Imagine that he is placed in Slytherin, but he wants to be in Gryffindor, as expected from him he will do anything to be placed in Gryffindor.
Would he:
A. Kidnap the sorting head together with his penguin friends and only release it if he places him in Gryffindor
B. Sneak into a bedroom of Gryffindor, and settle himself there
C. Knock Harry Potter down and dress up as Harry for the rest of his life on Hogwarts
D. Make the schoolstaff believe that the hat was a fake one and make them place Skipper in Gryffindor
E. Something else (see comment)
Please tell me which option you think he would chose (tell me your choise in a nice and loving comment!)
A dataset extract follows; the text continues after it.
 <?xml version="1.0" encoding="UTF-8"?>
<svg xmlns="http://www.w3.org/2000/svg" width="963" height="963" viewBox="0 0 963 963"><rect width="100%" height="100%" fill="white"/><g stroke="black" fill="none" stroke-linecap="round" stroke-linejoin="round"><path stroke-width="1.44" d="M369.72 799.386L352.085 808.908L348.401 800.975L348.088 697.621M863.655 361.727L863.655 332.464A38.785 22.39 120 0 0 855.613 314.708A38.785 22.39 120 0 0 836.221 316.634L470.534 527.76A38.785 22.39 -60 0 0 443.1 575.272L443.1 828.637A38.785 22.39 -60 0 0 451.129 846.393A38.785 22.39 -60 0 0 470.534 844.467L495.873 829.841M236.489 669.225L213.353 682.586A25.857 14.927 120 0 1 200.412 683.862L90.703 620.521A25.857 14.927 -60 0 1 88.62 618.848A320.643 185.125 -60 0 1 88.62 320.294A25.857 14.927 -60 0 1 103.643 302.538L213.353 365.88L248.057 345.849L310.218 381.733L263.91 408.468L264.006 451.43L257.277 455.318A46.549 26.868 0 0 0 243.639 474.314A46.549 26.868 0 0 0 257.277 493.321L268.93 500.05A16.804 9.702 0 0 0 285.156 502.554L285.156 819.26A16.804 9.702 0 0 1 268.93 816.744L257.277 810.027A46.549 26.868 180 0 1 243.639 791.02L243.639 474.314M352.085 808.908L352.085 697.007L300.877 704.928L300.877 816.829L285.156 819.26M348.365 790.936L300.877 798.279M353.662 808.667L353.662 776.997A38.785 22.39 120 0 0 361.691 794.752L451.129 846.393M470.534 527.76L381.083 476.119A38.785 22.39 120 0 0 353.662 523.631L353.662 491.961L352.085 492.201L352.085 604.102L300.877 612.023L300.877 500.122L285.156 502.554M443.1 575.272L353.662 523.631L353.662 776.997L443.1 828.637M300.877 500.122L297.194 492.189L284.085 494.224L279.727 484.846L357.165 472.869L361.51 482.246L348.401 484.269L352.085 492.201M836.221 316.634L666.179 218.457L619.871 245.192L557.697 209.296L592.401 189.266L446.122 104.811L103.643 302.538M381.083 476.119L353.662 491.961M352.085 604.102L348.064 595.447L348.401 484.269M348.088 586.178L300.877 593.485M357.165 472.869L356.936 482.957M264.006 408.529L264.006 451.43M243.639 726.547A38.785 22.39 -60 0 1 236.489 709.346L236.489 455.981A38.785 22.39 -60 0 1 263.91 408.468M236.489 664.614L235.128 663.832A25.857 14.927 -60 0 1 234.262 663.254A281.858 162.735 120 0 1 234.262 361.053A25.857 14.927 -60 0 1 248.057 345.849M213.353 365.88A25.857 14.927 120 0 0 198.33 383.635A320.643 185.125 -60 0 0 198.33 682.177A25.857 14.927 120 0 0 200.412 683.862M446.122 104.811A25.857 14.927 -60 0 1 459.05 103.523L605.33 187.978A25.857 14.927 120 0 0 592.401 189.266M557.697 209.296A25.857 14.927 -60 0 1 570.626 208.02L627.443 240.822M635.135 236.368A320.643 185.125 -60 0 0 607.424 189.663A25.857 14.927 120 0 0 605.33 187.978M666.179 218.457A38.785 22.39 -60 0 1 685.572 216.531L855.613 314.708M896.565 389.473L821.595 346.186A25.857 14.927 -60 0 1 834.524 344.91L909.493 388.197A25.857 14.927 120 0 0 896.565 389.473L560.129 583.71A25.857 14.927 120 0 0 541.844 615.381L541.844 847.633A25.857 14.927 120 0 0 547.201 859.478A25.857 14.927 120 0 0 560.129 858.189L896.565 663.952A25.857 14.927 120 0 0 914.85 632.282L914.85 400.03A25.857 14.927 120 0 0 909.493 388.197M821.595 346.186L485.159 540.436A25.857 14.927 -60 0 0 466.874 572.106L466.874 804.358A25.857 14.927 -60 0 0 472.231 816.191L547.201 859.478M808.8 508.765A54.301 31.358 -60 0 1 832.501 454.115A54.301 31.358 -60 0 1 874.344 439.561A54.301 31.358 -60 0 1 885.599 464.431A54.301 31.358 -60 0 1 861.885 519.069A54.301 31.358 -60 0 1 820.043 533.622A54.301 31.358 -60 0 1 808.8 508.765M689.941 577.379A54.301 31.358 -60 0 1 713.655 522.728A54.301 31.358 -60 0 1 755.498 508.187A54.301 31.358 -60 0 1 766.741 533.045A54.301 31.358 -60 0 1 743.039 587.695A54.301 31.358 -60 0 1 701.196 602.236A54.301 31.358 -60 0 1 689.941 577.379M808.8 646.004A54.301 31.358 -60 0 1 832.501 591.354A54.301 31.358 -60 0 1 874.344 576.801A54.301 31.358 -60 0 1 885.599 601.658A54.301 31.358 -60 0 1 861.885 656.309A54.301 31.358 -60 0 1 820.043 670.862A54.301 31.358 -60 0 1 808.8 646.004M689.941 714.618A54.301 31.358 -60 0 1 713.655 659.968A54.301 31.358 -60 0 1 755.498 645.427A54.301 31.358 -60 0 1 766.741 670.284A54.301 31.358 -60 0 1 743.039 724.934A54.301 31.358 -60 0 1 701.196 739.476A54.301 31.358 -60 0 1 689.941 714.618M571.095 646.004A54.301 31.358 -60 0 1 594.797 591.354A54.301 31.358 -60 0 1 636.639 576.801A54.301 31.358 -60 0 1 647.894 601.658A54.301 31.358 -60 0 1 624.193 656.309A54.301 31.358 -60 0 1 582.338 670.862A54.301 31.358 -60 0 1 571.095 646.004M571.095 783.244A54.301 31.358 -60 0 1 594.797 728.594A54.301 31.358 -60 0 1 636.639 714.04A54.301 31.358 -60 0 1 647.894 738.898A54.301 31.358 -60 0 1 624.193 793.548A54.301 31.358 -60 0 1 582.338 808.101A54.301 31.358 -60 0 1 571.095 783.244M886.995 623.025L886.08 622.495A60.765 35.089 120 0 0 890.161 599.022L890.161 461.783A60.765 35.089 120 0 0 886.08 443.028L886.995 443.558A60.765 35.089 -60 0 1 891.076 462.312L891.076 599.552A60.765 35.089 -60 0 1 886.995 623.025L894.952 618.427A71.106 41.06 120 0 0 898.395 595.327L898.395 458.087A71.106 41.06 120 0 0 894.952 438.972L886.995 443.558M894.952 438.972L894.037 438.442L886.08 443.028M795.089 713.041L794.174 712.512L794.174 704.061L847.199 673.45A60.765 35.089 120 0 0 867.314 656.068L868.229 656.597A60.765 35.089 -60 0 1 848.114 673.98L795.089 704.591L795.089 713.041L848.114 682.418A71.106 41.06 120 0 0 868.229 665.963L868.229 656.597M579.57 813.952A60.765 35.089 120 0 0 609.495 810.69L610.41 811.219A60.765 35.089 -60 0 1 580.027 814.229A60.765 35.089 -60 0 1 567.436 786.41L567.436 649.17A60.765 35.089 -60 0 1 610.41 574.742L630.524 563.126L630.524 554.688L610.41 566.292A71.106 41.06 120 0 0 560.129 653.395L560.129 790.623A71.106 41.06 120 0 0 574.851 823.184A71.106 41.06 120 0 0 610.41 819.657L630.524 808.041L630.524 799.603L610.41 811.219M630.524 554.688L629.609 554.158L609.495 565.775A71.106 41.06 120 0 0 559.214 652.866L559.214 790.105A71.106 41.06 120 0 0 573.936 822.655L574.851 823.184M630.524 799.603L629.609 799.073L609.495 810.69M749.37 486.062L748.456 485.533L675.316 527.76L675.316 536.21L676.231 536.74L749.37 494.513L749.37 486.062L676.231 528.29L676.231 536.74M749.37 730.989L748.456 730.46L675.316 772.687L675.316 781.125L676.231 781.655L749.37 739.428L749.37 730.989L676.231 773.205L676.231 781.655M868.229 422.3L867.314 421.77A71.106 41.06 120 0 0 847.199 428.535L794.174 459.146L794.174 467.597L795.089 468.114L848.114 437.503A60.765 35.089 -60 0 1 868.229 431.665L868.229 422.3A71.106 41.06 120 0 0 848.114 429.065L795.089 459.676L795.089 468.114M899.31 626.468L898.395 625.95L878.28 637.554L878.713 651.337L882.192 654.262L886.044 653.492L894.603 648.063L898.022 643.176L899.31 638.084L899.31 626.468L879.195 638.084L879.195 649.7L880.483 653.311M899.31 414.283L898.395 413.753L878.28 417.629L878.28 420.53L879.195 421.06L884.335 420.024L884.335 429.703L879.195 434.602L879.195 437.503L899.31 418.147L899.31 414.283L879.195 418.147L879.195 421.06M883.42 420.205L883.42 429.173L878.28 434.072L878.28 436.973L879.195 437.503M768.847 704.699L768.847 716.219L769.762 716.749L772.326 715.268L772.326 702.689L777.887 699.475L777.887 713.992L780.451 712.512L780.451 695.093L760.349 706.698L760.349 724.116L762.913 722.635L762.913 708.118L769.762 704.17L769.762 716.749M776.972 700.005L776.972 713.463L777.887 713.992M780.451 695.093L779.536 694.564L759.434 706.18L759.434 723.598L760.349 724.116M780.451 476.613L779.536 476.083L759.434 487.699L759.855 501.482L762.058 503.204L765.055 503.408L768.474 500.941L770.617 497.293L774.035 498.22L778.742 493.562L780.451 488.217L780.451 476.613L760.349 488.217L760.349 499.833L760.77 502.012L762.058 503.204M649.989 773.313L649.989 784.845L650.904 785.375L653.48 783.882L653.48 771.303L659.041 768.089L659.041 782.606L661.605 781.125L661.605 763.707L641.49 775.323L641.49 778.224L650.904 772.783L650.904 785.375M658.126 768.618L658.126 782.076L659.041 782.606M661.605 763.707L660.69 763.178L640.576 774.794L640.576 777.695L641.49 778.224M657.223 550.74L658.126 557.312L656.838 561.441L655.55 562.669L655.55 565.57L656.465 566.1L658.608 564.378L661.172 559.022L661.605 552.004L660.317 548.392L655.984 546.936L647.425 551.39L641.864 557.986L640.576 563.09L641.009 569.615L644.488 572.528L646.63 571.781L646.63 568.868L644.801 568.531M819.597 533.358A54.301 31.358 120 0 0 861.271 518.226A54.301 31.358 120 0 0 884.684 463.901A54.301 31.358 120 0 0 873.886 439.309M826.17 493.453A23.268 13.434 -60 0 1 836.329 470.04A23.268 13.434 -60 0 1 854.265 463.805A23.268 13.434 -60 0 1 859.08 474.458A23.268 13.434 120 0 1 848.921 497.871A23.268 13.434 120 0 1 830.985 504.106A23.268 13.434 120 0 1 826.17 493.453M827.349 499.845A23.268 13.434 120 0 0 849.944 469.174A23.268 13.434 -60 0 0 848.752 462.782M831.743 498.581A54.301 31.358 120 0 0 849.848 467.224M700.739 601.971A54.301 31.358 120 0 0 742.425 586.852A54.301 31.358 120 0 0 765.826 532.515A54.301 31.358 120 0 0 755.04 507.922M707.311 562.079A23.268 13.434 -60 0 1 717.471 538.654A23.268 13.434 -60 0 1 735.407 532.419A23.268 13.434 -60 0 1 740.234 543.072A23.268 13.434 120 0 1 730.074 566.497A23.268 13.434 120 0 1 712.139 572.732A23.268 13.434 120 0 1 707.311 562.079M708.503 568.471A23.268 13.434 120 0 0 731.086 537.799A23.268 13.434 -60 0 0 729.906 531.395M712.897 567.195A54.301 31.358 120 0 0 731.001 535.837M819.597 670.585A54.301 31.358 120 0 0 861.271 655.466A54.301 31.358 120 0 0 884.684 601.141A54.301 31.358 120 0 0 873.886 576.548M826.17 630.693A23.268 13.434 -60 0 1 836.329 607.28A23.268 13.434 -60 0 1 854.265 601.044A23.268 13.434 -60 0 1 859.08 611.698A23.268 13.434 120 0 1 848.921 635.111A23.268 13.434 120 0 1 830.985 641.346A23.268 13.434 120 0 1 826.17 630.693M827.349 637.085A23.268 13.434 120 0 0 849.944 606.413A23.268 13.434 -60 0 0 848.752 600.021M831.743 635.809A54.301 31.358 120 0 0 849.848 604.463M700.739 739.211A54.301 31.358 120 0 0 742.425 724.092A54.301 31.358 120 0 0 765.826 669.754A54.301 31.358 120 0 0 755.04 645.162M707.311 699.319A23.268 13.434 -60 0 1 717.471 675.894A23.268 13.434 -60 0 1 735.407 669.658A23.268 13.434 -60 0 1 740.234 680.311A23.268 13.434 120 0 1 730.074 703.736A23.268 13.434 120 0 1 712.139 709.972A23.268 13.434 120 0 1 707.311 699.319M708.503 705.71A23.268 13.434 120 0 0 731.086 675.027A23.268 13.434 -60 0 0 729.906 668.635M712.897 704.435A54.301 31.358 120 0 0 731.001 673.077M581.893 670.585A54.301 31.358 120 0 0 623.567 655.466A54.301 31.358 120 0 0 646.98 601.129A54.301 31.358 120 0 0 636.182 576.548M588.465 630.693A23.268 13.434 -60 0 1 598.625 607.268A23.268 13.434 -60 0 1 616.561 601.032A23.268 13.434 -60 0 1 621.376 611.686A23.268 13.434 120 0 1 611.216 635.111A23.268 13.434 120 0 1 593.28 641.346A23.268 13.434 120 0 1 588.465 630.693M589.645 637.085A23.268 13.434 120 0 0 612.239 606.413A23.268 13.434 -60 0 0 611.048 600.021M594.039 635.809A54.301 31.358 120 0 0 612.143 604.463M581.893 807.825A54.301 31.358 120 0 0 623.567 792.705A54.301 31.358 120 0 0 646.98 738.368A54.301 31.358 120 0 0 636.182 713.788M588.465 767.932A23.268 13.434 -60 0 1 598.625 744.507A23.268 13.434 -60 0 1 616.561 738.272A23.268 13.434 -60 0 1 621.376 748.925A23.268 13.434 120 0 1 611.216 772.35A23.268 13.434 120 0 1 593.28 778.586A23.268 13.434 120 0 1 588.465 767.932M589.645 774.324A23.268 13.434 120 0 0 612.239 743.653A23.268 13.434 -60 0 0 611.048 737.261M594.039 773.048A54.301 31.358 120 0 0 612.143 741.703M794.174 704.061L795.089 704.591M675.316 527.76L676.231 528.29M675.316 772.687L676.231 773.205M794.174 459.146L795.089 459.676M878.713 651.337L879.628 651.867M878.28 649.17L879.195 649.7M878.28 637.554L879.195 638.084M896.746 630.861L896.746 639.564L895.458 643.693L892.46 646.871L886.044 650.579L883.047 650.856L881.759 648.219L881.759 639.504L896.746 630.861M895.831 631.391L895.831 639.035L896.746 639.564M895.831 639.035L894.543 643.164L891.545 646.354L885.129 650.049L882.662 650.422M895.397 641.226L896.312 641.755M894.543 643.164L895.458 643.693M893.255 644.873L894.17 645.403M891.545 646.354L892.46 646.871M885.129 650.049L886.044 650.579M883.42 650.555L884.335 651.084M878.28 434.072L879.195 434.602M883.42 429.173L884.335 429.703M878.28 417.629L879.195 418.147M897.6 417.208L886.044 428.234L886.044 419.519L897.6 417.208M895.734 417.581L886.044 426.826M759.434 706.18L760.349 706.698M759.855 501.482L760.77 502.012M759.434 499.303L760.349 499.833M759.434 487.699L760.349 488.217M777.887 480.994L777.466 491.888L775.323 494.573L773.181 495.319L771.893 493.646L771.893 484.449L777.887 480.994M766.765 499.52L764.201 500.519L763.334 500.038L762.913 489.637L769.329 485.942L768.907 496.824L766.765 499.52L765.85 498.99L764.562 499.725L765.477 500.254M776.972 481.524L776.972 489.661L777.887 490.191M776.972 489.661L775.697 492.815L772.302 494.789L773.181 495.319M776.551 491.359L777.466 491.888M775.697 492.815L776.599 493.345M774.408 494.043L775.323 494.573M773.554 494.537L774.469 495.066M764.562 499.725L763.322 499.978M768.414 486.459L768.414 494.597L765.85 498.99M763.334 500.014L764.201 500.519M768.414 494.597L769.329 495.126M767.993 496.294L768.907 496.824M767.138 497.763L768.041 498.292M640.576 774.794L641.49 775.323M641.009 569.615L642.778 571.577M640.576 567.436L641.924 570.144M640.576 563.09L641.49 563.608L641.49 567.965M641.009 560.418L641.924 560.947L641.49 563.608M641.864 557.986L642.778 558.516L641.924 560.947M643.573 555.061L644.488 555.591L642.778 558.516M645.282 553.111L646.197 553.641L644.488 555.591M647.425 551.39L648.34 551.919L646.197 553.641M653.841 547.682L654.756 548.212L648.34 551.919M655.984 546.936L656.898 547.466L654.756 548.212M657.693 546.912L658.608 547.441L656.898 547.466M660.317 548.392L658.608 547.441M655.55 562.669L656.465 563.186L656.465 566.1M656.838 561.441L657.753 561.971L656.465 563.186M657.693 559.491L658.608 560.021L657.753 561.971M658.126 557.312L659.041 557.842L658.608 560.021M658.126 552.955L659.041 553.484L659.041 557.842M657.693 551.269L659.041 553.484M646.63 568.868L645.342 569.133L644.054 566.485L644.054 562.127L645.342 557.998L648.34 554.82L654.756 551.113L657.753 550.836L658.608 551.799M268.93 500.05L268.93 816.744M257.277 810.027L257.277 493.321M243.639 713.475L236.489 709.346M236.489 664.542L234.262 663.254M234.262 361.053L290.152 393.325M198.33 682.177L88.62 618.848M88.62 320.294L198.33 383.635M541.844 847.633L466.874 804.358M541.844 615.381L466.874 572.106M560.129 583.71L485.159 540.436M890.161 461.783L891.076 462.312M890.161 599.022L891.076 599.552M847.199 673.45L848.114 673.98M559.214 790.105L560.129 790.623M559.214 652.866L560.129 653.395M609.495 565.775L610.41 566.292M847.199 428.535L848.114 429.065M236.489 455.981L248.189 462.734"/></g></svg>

I am watching something on tv about Belgian people who are being sent to some tribes in Afrika which still live like some prehistorical people... or something like that. And apart from the funny Belgian accent, it is also very funny.. -no wait. It's not funny, just gross- That if there is too few water the people wash themselves with their own urine, if a woman is in her period she isnt allowed to come outside of the 'menstruation hut', if someone has a stomachache they will kill a (poor) goat and put the warm intestines on the face of the suffering person. They believe that putting warm intestines of a goat on the face will stop the stomachache. Eew.
Yes, I am still bored.

Anyway, lets tell you about the television thing.
First of all, its not really television... but I will just call it like that to make it easier for you to understand. Because in fact they have a kind of contact lenses. They watch 'television' on those things. Also those hologram things are barely used on Issin. As Shuyesh said: "They are prehistorical", at least I was able to find someone who exaggerates more than I do through all this. It's a miracle. But yeah, we received a lot of comments on the tv show, and most of them were very, very positive. And now the scientist people are reconsidering. To be able to do this they will have to make the security better and make sure nobody can go to earth without permission. "Issin people cannot just go to earth because they are interested in earth, they must realize that". Oh, lately Sythle is spending more time at my home than his own home. His dad is angry at him. He didnt want Sythle to make this idea public. Through this more people on Issin might fall in love with earthlings and the people on Issin might get angry at him for forbidding his son to be in love with one.
We have a lot of fun with the three of us, but its not interesting enough to talk about on my blog.
Becaaaaaauuuuzzzz probably I'm just boring all of you with alien-parts. I love them so get over it.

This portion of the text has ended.